Ask HN: About to give 5% equity, any pitfalls to avoid? - abbadadda
I&#x27;m planning on allocating 5% equity to a co-founder &#x2F; dev. Are there any pitfalls to avoid? Any preferred structures with good incentives? Possible horror stories with valuable lessons?
======
mchannon
Having done a 95%/5% or similar arrangement in the past, here are a few things
I didn't consider:

• Unless the company's already been generating substantial revenue, 5% is an
implicit message that what you've brought to the table already (an idea maybe)
outweighs what this person could contribute working their hardest by a factor
of ~10. That's out the window if there's salary on top of that, but if it's
straight equity, it's an "I'm 10x better than you" implicit message that will
color the relationship for the duration.

• Say you take on another 20% from a cash investor. Do you both get diluted
evenly or do you cover it out of your lion's share?

• Make an effort to value it for them. Telling them you have 10M shares
outstanding and you're offering them for $0.10 apiece, even though those
numbers are subject to change, sounds a lot better than "will award you
100,000 RSU's at a strike price of $0.005 per" without making clear what those
currently are priced at to investors, or the total number of ownership units
outstanding. Always resented companies that didn't figure this out.

• Find a way to make it common, non-voting stock. You don't want to get in a
situation where they have to be present for votes (or worse yet their votes
are necessary to get your way after you get diluted with additional
investors).

• If you're an "egg" of a company, pre-revenue, based on your idea and both of
your hard work, there's really not much case to be made for your share being
95% instead of 50%. Greed, for lack of a better term, may be good, but a large
amount of equity says "I'm going all in on you" and inspires the best people
to stick around and contribute in ways you can't, even carrying you when you
stumble. If someone offered to marry you and wanted to split the marital
rewards 95/5, with you getting the 5, would that sell it?

• If the person's only 5% material then I'd suggest they're 0% material and
you should simply pay them a salary, avoiding the potential perceived insults
and headaches associated with equity.

• Do this as a C corporation, not an LLC. Everyone understands C corporation
rules.

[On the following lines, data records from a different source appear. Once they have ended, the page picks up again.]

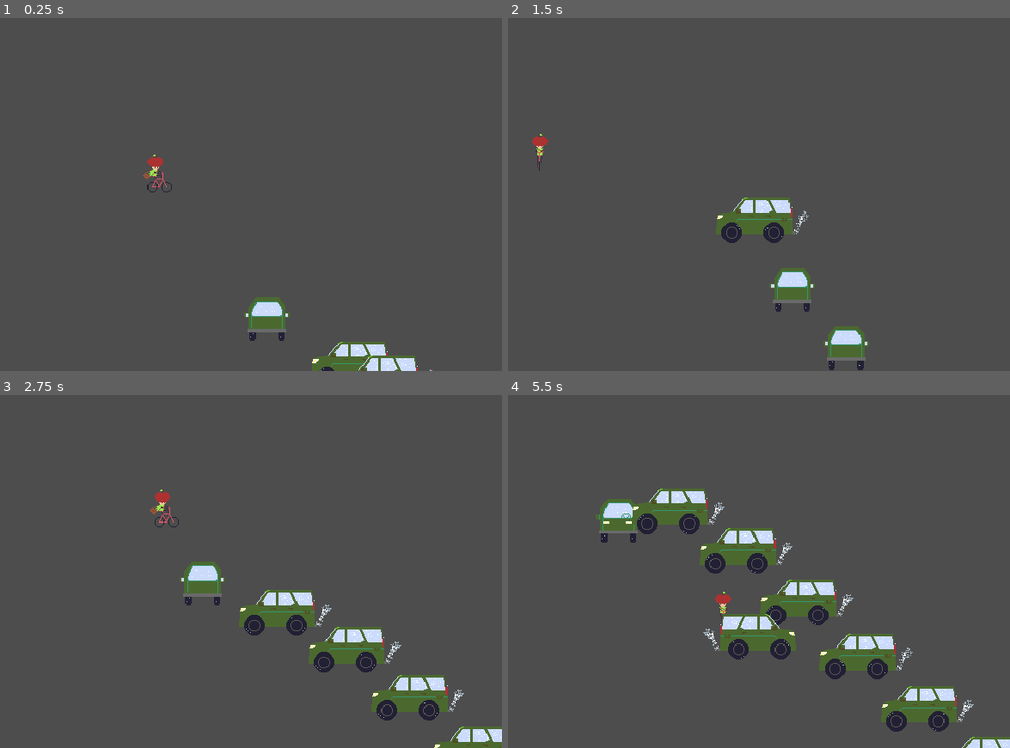
Above: before the commit, frames 1-4 (two rows, left to right).
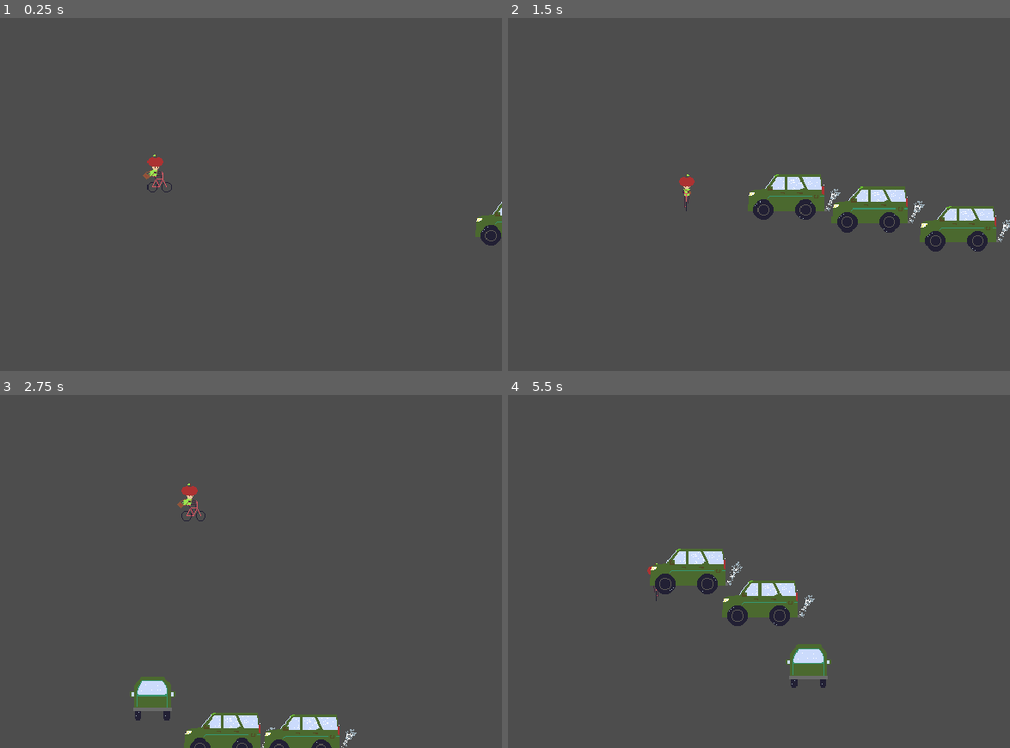
Above: after the commit, the same moments.

Repository: ScottArtCarlson/projectEkans
Game: Godot game, scene res://Scenes/world.tscn
Same seed, same stepped clock (60 frames per second), same inputs: the game is played once before the commit and once after it.
Inputs:
- Up to frame 1 (0.25 s): no input
- Up to frame 2 (1.5 s): hold D (right) 0.53-1.28 s; tap Space (action) at 0.6, 1.35 s; hold S (down) from 1.28 s (still down)
- Up to frame 3 (2.75 s): release S (down) at 2.03 s; hold D (right) from 2.03 s (still down); tap Space (action) at 2.1 s
- Up to frame 4 (5.5 s): release D (right) at 2.78 s; hold W (up) 2.78-3.53 s; tap Space (action) every 0.75 s from 2.85 to 5.1 s; hold A (left) 3.53-5.03 s; tap Escape (pause, bound only after the commit) at 4.15 s; hold S (down) from 5.03 s (still down)

The runs differ from the first frame. In frame 1, 2.5% of the frame differs, in the area x 48-100%, y 52-100%; in frame 2, 7.4%; in frame 3, 9.7%; in frame 4, 12%, in the area x 17-100%, y 26-100%.
Error after the commit: Compile Error: (res://Scenes/world.gd:-1)

Commit message:
added level complete plus bug fixes

Diff:
--- a/Scenes/player.gd
+++ b/Scenes/player.gd
@@ -37,6 +37,9 @@
 	var action = Input.is_action_just_pressed("action")
 	if action:
 		handleAction()
+
+	var pause = Input.is_action_just_pressed("pause")
+
 
 # main physics loop, handles input, movement, and wrapping. delta is underscored if it is not used, oterwise an error is thrown
 func _physics_process(_delta):
--- a/Scenes/player.tscn
+++ b/Scenes/player.tscn
@@ -251,7 +251,7 @@
 states/Idle/position = Vector2(336, 96)
 states/Start/position = Vector2(186, 96)
 transitions = ["Start", "Idle", SubResource("AnimationNodeStateMachineTransition_c088t"), "Idle", "Bike", SubResource("AnimationNodeStateMachineTransition_2rlao"), "Bike", "Idle", SubResource("AnimationNodeStateMachineTransition_0e6s7")]
-graph_offset = Vector2(-520, -11)
+graph_offset = Vector2(-700, -99)
 
 [node name="Player" type="CharacterBody2D"]
 y_sort_enabled = true
@@ -275,8 +275,8 @@
 tree_root = SubResource("AnimationNodeStateMachine_lmrx6")
 anim_player = NodePath("../AnimationPlayer")
 active = true
-parameters/Bike/blend_position = Vector2(-0.00172412, 0.00956511)
-parameters/Idle/blend_position = Vector2(0.113793, -0.302899)
+parameters/Bike/blend_position = Vector2(-0.796665, -0.128251)
+parameters/Idle/blend_position = Vector2(0.0134201, 0.754709)
 
 [node name="HurtBox" parent="." instance=ExtResource("3_ew0ey")]
 
--- a/Scenes/snake.gd
+++ b/Scenes/snake.gd
@@ -15,21 +15,24 @@
 # starting direction for animation
 @export var starting_position : Vector2 = Vector2(0, 1)
 
+@export var angular_easing = 1.0
+
+var angle = 0.0
+var angular_speed = 0.0
+
 func _ready():
 	update_animation_parameters(starting_position)
 	state_machine.travel("Drive_Head")
 
-func _physics_process(_delta):
+func _physics_process(delta):
+
 	if target != null:
 		velocity = position.direction_to(target.position) * SPEED
 		move_and_slide()
 
 		update_animation_parameters(velocity)
-
 	# checks each frame if it needs to change to the next animation
 	state_machine.travel("Drive_Head")
-	# nothing yet
-#	addSnakeSegment()
 
 # no function yet, I want it to add a new snake segment to the snake container when pressed/when ate
 func addSnakeSegment():
@@ -42,5 +45,4 @@
 		animation_tree.set("parameters/Drive_Head/blend_position", move_input)
 
 func _on_snake_hurt_box_area_entered(area):
-	pass
-#	print("Hurt - self collision")
+	print("Hurt - self collision")
--- a/Scenes/snake.tscn
+++ b/Scenes/snake.tscn
@@ -94,6 +94,19 @@
 
 [sub_resource type="Animation" id="Animation_pnvng"]
 resource_name = "Drive_Down_Body"
+length = 0.1
+tracks/0/type = "value"
+tracks/0/imported = false
+tracks/0/enabled = true
+tracks/0/path = NodePath("Sprite2D:frame")
+tracks/0/interp = 1
+tracks/0/loop_wrap = true
+tracks/0/keys = {
+"times": PackedFloat32Array(0),
+"transitions": PackedFloat32Array(1),
+"update": 1,
+"values": [41]
+}
 
 [sub_resource type="Animation" id="Animation_mye4k"]
 resource_name = "Drive_Right_body"
--- a/Scenes/snake_segment.gd
+++ b/Scenes/snake_segment.gd
@@ -24,7 +24,7 @@
 
 # ready runs once when the scene is first instanciated
 func _ready():
-	#Count the number of snake bits for later
+	# count the number of snake bits for later
 	if get_parent().get_child_count() == 1:
 		pass
 	else:
@@ -47,7 +47,7 @@
 		if to_target < followOffset:
 			return
 
-		#else, move towards target at speed
+		# else, move towards target at speed
 		velocity = position.direction_to(target.global_position) * SPEED
 		move_and_slide()
 		# by sending it the velocity, it tells the animation blend space which animation direction to pull
@@ -65,5 +65,5 @@
 
 # checks to see if the snake hit itself, working but needs win condition code
 func _on_snake_hurt_box_area_entered(area):
-	pass
+	Events.level_completed.emit()
 #	print("Hurt - self collision")
--- a/Scenes/snake_segment.tscn
+++ b/Scenes/snake_segment.tscn
@@ -94,6 +94,19 @@
 
 [sub_resource type="Animation" id="Animation_pnvng"]
 resource_name = "Drive_Down_Body"
+length = 0.1
+tracks/0/type = "value"
+tracks/0/imported = false
+tracks/0/enabled = true
+tracks/0/path = NodePath("Sprite2D:frame")
+tracks/0/interp = 1
+tracks/0/loop_wrap = true
+tracks/0/keys = {
+"times": PackedFloat32Array(0),
+"transitions": PackedFloat32Array(1),
+"update": 1,
+"values": [41]
+}
 
 [sub_resource type="Animation" id="Animation_mye4k"]
 resource_name = "Drive_Right_body"
@@ -164,6 +177,7 @@
 blend_point_3/pos = Vector2(0, -1.1)
 min_space = Vector2(-1, -1.1)
 max_space = Vector2(1, 1.1)
+blend_mode = 1
 
 [sub_resource type="AnimationNodeStateMachineTransition" id="AnimationNodeStateMachineTransition_5qk2j"]
 advance_mode = 2
--- a/Scenes/world.gd
+++ b/Scenes/world.gd
@@ -1,13 +1,17 @@
 extends Node2D
 
-
+@onready var level_completed = $CanvasLayer/LevelCompleted
 # Called when the node enters the scene tree for the first time.
 func _ready():
-	pass # Replace with function body.
+	Events.level_completed.connect(show_level_completed)
 
 # Called every frame. 'delta' is the elapsed time since the previous frame.
 func _process(delta):
 	pass
+
+func show_level_completed():
+	level_completed.show()
+#	get_tree().paused = true
 
 # custom signal from the player scene
 func _on_player_player_killed():
--- a/Scenes/world.tscn
+++ b/Scenes/world.tscn
@@ -1,15 +1,16 @@
-[gd_scene load_steps=5 format=3 uid="uid://buvirnbmvpjmq"]
+[gd_scene load_steps=6 format=3 uid="uid://buvirnbmvpjmq"]
 
 [ext_resource type="PackedScene" uid="uid://bycq58j37i46q" path="res://Scenes/player.tscn" id="1_pdc8r"]
 [ext_resource type="Script" path="res://Scenes/world.gd" id="1_pepnt"]
 [ext_resource type="PackedScene" uid="uid://cexq5kww3hohm" path="res://Scenes/snake.tscn" id="2_1pave"]
 [ext_resource type="PackedScene" uid="uid://crawbr77u2yx0" path="res://Scenes/snake_segment.tscn" id="4_iyujy"]
+[ext_resource type="PackedScene" uid="uid://cy2eyhxfkjif7" path="res://Scenes/level_completed.tscn" id="5_qe0tg"]
 
 [node name="World" type="Node2D"]
 script = ExtResource("1_pepnt")
 
 [node name="Player" parent="." groups=["Player"] instance=ExtResource("1_pdc8r")]
-position = Vector2(176, 78)
+position = Vector2(-112, 208)
 
 [node name="SnakeContainer" type="Node" parent="."]
 
@@ -20,33 +21,12 @@
 position = Vector2(424, 296)
 
 [node name="SnakeSegment2" parent="SnakeContainer" instance=ExtResource("4_iyujy")]
-position = Vector2(424, 296)
+position = Vector2(520, 328)
 
-[node name="SnakeSegment3" parent="SnakeContainer" instance=ExtResource("4_iyujy")]
-position = Vector2(424, 296)
+[node name="CanvasLayer" type="CanvasLayer" parent="."]
 
-[node name="SnakeSegment4" parent="SnakeContainer" instance=ExtResource("4_iyujy")]
-position = Vector2(424, 296)
-
-[node name="SnakeSegment5" parent="SnakeContainer" instance=ExtResource("4_iyujy")]
-position = Vector2(424, 296)
-
-[node name="SnakeSegment6" parent="SnakeContainer" instance=ExtResource("4_iyujy")]
-position = Vector2(424, 296)
-
-[node name="SnakeSegment7" parent="SnakeContainer" instance=ExtResource("4_iyujy")]
-position = Vector2(424, 296)
-
-[node name="SnakeSegment8" parent="SnakeContainer" instance=ExtResource("4_iyujy")]
-position = Vector2(424, 296)
-
-[node name="SnakeSegment9" parent="SnakeContainer" instance=ExtResource("4_iyujy")]
-position = Vector2(424, 296)
-
-[node name="SnakeSegment10" parent="SnakeContainer" instance=ExtResource("4_iyujy")]
-position = Vector2(424, 296)
-
-[node name="SnakeSegment11" parent="SnakeContainer" instance=ExtResource("4_iyujy")]
-position = Vector2(424, 296)
+[node name="LevelCompleted" parent="CanvasLayer" instance=ExtResource("5_qe0tg")]
+visible = false
+metadata/_edit_use_anchors_ = true
 
 [connection signal="player_killed" from="Player" to="." method="_on_player_player_killed"]
--- a/project.godot
+++ b/project.godot
@@ -14,6 +14,10 @@
 run/main_scene="res://Scenes/world.tscn"
 config/features=PackedStringArray("4.1", "GL Compatibility")
 config/icon="res://icon.svg"
+
+[autoload]
+
+Events="*res://Events.gd"
 
 [display]
 
@@ -50,6 +54,11 @@
 "events": [Object(InputEventKey,"resource_local_to_scene":false,"resource_name":"","device":-1,"window_id":0,"alt_pressed":false,"shift_pressed":false,"ctrl_pressed":false,"meta_pressed":false,"pressed":false,"keycode":0,"physical_keycode":32,"key_label":0,"unicode":32,"echo":false,"script":null)
 ]
 }
+pause={
+"deadzone": 0.5,
+"events": [Object(InputEventKey,"resource_local_to_scene":false,"resource_name":"","device":-1,"window_id":0,"alt_pressed":false,"shift_pressed":false,"ctrl_pressed":false,"meta_pressed":false,"pressed":false,"keycode":0,"physical_keycode":4194305,"key_label":0,"unicode":0,"echo":false,"script":null)
+]
+}
 
 [layer_names]

Everyone makes up their own LLC rules and this can cause huge headaches
down the road.

------
rajacombinator
So long as you have some form of vesting (for everyone) you should be good to
go. Edit: if you want to be an extra good person there’s some tax filings your
employee could benefit from that you should make them aware of, in case the
stock is ever worth something. (83-b election I believe...?)

------
skndr
Make sure you have vesting (and check the footnotes):
[https://blog.ycombinator.com/splitting-equity-among-
founders...](https://blog.ycombinator.com/splitting-equity-among-founders/)

------
remilouf
I don’t know how this works in the US but what comes to mind is voting rights.
It may seem unimportant now, but might come and bite you in the a __later. It
really depends on your relationship with this person.

------
tinktank
reverse vesting on a 36 month schedule is the way to do it IMPO

------
ihavelorda
Never give any equity. In future 5% might be worth million which could be a
nice gift to your future wife or kids.

Would you give 5% to a developer whoes skills you can buy off the market for
cheap? Think twice.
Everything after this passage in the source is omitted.